Stored entries
———

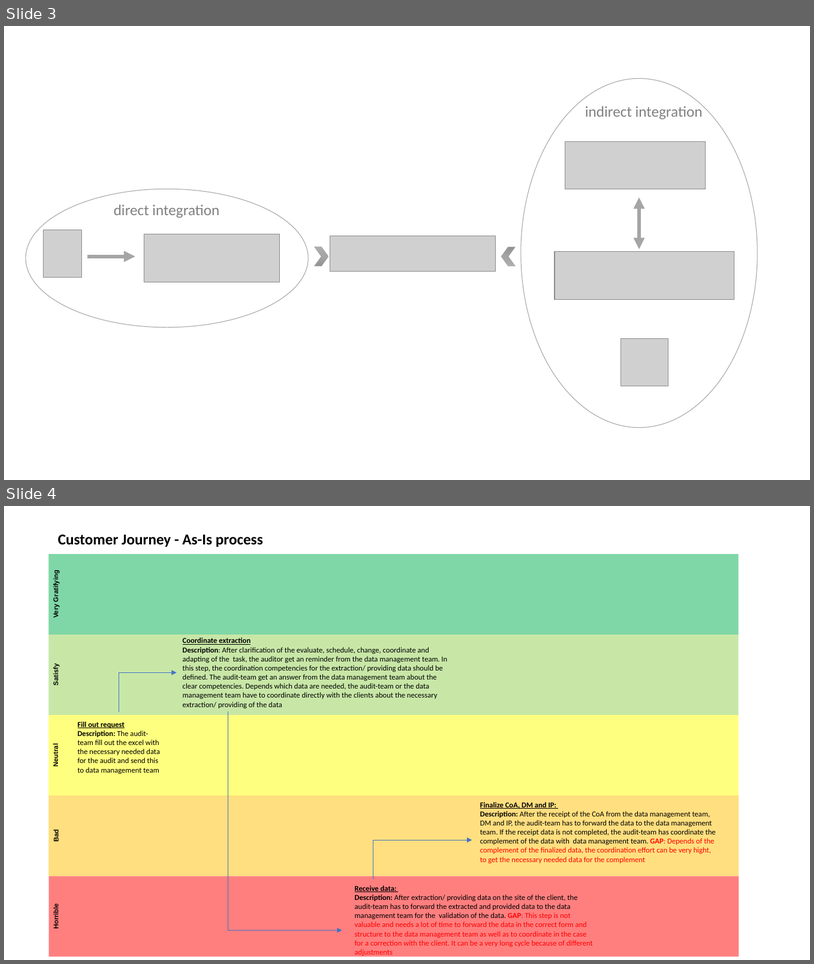
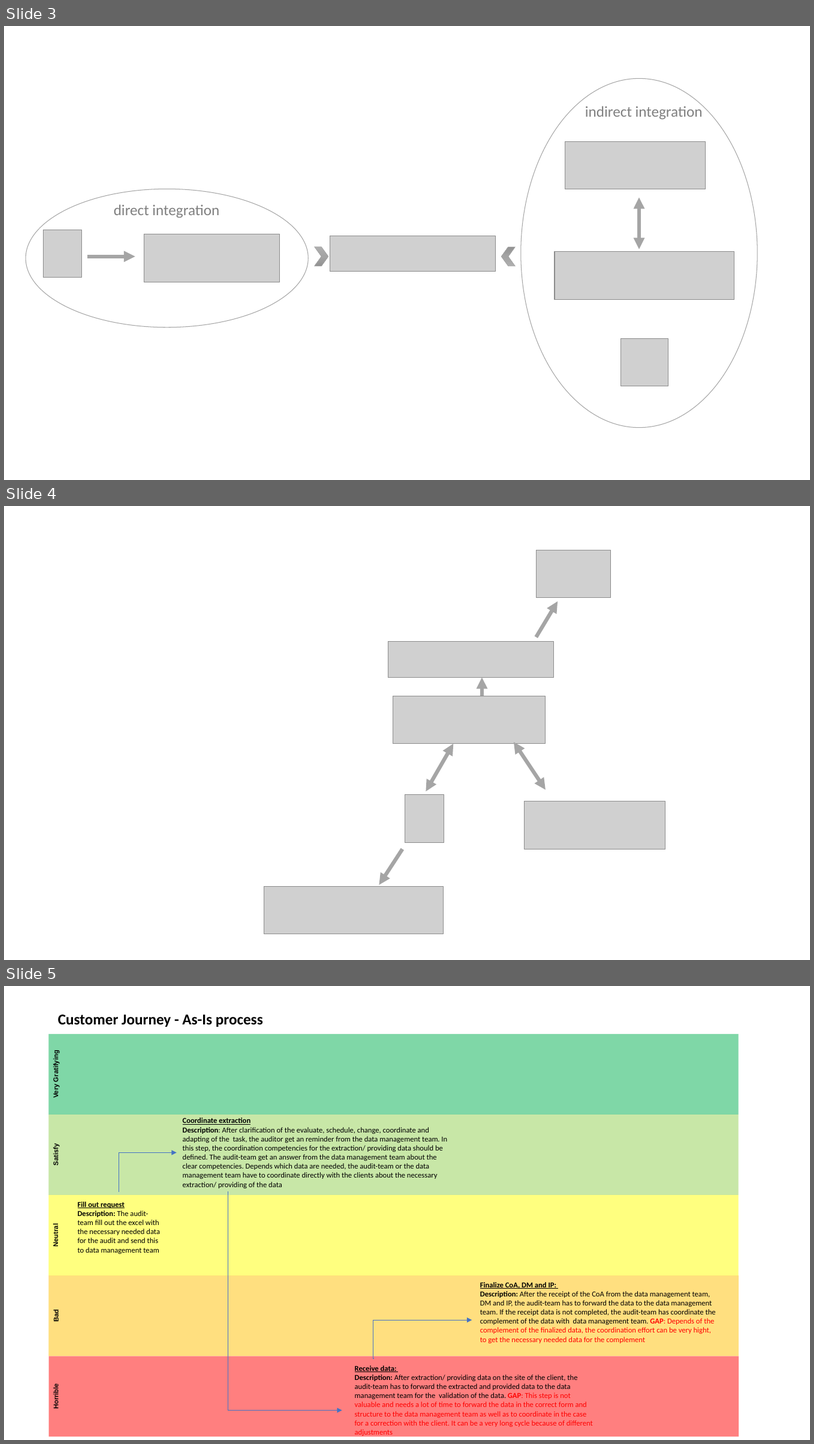
Before and after one commit to DigiBP/digibp-grindelwald, a slide deck: documentation/Grafiken_16052019.pptx. Shown one above the other, each under a label of ours: slides 3 and 4 before the commit, slides 3, 4 and 5 after it. The pictures are 814x964 and 814x1444 pixels, drawn with LibreOffice and Linux fonts; fonts in the diff are those of the drawing; grey boxes stand for pictures. Boxes give left, top, right and bottom in pixels: in the first picture for what was removed or moved away, otherwise in the second. Text is boxed around its words. In the diff, an @@ line names an element or a change of style, - is before the commit and + after.

```diff
--- a/documentation/Grafiken_16052019.pptx
+++ b/documentation/Grafiken_16052019.pptx
@@ slide 4 added at [4, 506, 810, 960], background #FFFFFF @@
@@ picture added at [536, 550, 611, 598] @@
@@ arrow added from (536, 637) to (558, 601), #A5A5A5 4.5 pt @@
@@ picture added at [389, 642, 555, 677] @@
@@ double arrow added from (483, 677) to (483, 715), #A5A5A5 4.5 pt @@
@@ picture added at [393, 696, 546, 744] @@
@@ double arrow added from (453, 744) to (426, 791), #A5A5A5 4.5 pt @@
@@ double arrow added from (546, 790) to (514, 742), #A5A5A5 4.5 pt @@
@@ picture added at [405, 795, 444, 843] @@
@@ picture added at [525, 801, 666, 849] @@
@@ arrow added from (402, 849) to (380, 885), #A5A5A5 4.5 pt @@
@@ picture added at [264, 886, 444, 934] @@
@@ what was slide 4 is now slide 5 @@
```
Also in this commit, not shown: 1 other file.
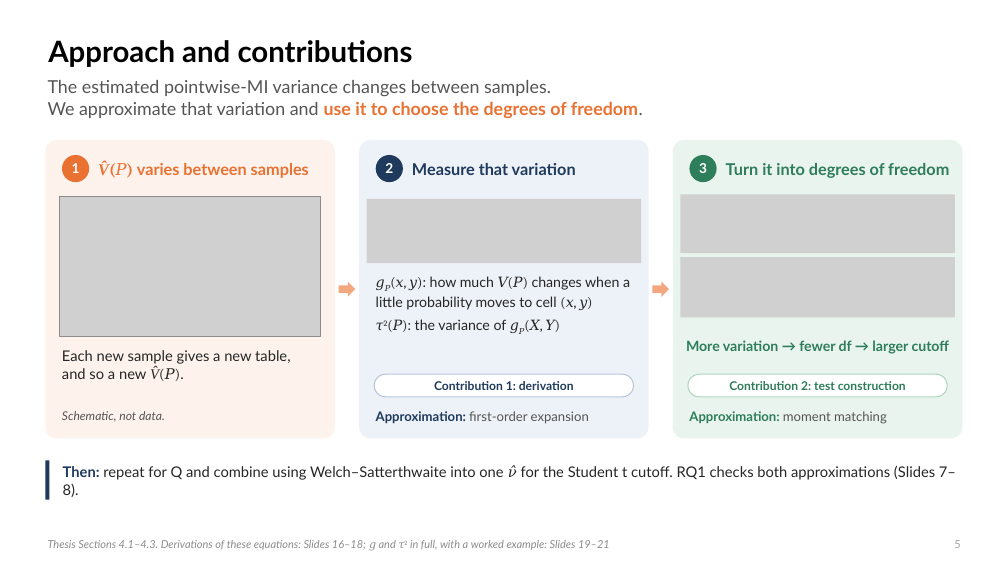
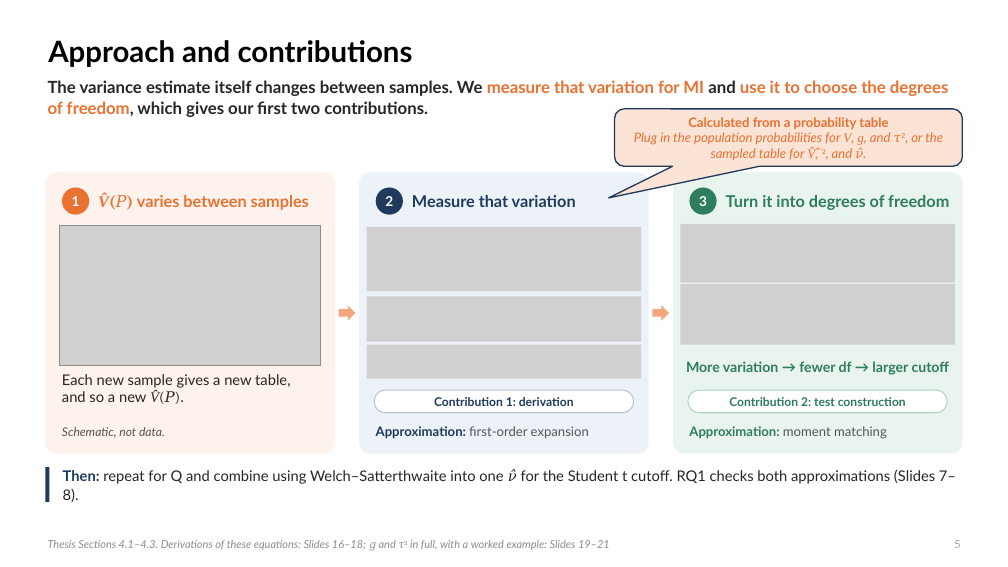
Before and after one commit to dzhao61/MCSResearchSimulations, a slide deck: slide 5 of Thesis Presentation/Daniel_Zhao_Welch_MI_Presentation_Final.pptx. Drawn at 1008x567 pixels with LibreOffice and Linux fonts; fonts in the diff are those of the drawing; grey boxes stand for pictures. Boxes give left, top, right and bottom in pixels: in the first picture for what was removed or moved away, otherwise in the second. Text is boxed around its words. In the diff, an @@ line names an element or a change of style, - is before the commit and + after.

```diff
--- a/Thesis Presentation/Daniel_Zhao_Welch_MI_Presentation_Final.pptx
+++ b/Thesis Presentation/Daniel_Zhao_Welch_MI_Presentation_Final.pptx
@@ text at (48,80,949,117): text changed; size 17 to 16 pt; text colour #555555 to #262626; bold on @@
-The estimated pointwise-MI variance changes between samples.
-We approximate that variation and use it to choose the degrees of freedom.
+The variance estimate itself changes between samples. We measure that variation for MI and use it to choose the degrees of freedom, which gives our first two contributions.
@@ rounded speech box added at (615,109,963,166), fill #FBE3D6, outline #1F3A5C 1.25 pt, 12.5 pt, text #E97132, italic @@
+Calculated from a probability table
+Plug in the population probabilities for V, g, and 𝜏 2, or the sampled table for V̂, 𝜏̂ 2, and 𝜈̂.
@@ rounded rectangle: place and size @@
-rounded rectangle at (45,140,335,439)
+rounded rectangle at (45,172,335,454)
@@ rounded rectangle: place and size @@
-rounded rectangle at (359,140,649,439)
+rounded rectangle at (359,172,649,454)
@@ rounded rectangle: place and size @@
-rounded rectangle at (673,140,963,439)
+rounded rectangle at (673,172,963,454)
@@ picture removed at (681,194,955,253) @@
@@ 3 ellipses, 3 texts: place and size @@
-3 ellipses, 3 texts at (62,155,949,182)
+3 ellipses, 3 texts at (62,188,949,215)
@@ picture: place and size @@
-picture at (60,197,321,337)
+picture at (60,225,321,365)
@@ picture: place and size @@
-picture at (367,199,641,263)
+picture at (367,227,641,291)
@@ picture added at (681,224,955,283) @@
@@ picture added at (367,296,641,342) @@
@@ text removed at (376,276,630,330) @@
-𝑔𝑃(𝑥, 𝑦): how much 𝑉(𝑃) changes when a little probability moves to cell (𝑥, 𝑦)
-𝜏2(𝑃): the variance of 𝑔𝑃(𝑋, 𝑌)
@@ 2 right arrows, 1 picture: place and size @@
-2 right arrows, 1 picture at (339,257,955,318)
+2 right arrows, 1 picture at (339,284,955,345)
@@ picture added at (367,345,641,379) @@
@@ text "More variation → fewer df ...": place and size @@
-text "More variation → fewer df ..." at (686,340,950,354)
+text "More variation → fewer df ..." at (686,361,950,375)
@@ text "Each new sample gives a ...": place and size @@
-text "Each new sample gives a ..." at (62,350,290,379)
+text "Each new sample gives a ..." at (62,374,290,402)
@@ 3 texts, 2 rounded rectangles: place and size @@
-3 texts, 2 rounded rectangles at (62,374,948,424)
+3 texts, 2 rounded rectangles at (62,390,948,439)
@@ rectangle: place and size @@
-rectangle at (45,461,50,500)
+rectangle at (45,467,50,502)
@@ text "Then: repeat for Q and ...": place and size @@
-text "Then: repeat for Q and ..." at (63,465,956,497)
+text "Then: repeat for Q and ..." at (63,469,956,502)
```
Also in this commit, not shown: 22 other slides changed, 9 other files.

———

• **Problem requirements**: Among the lines above, find those holding the word "probability" and state how many there are, number only.

• **Exercise output**: 2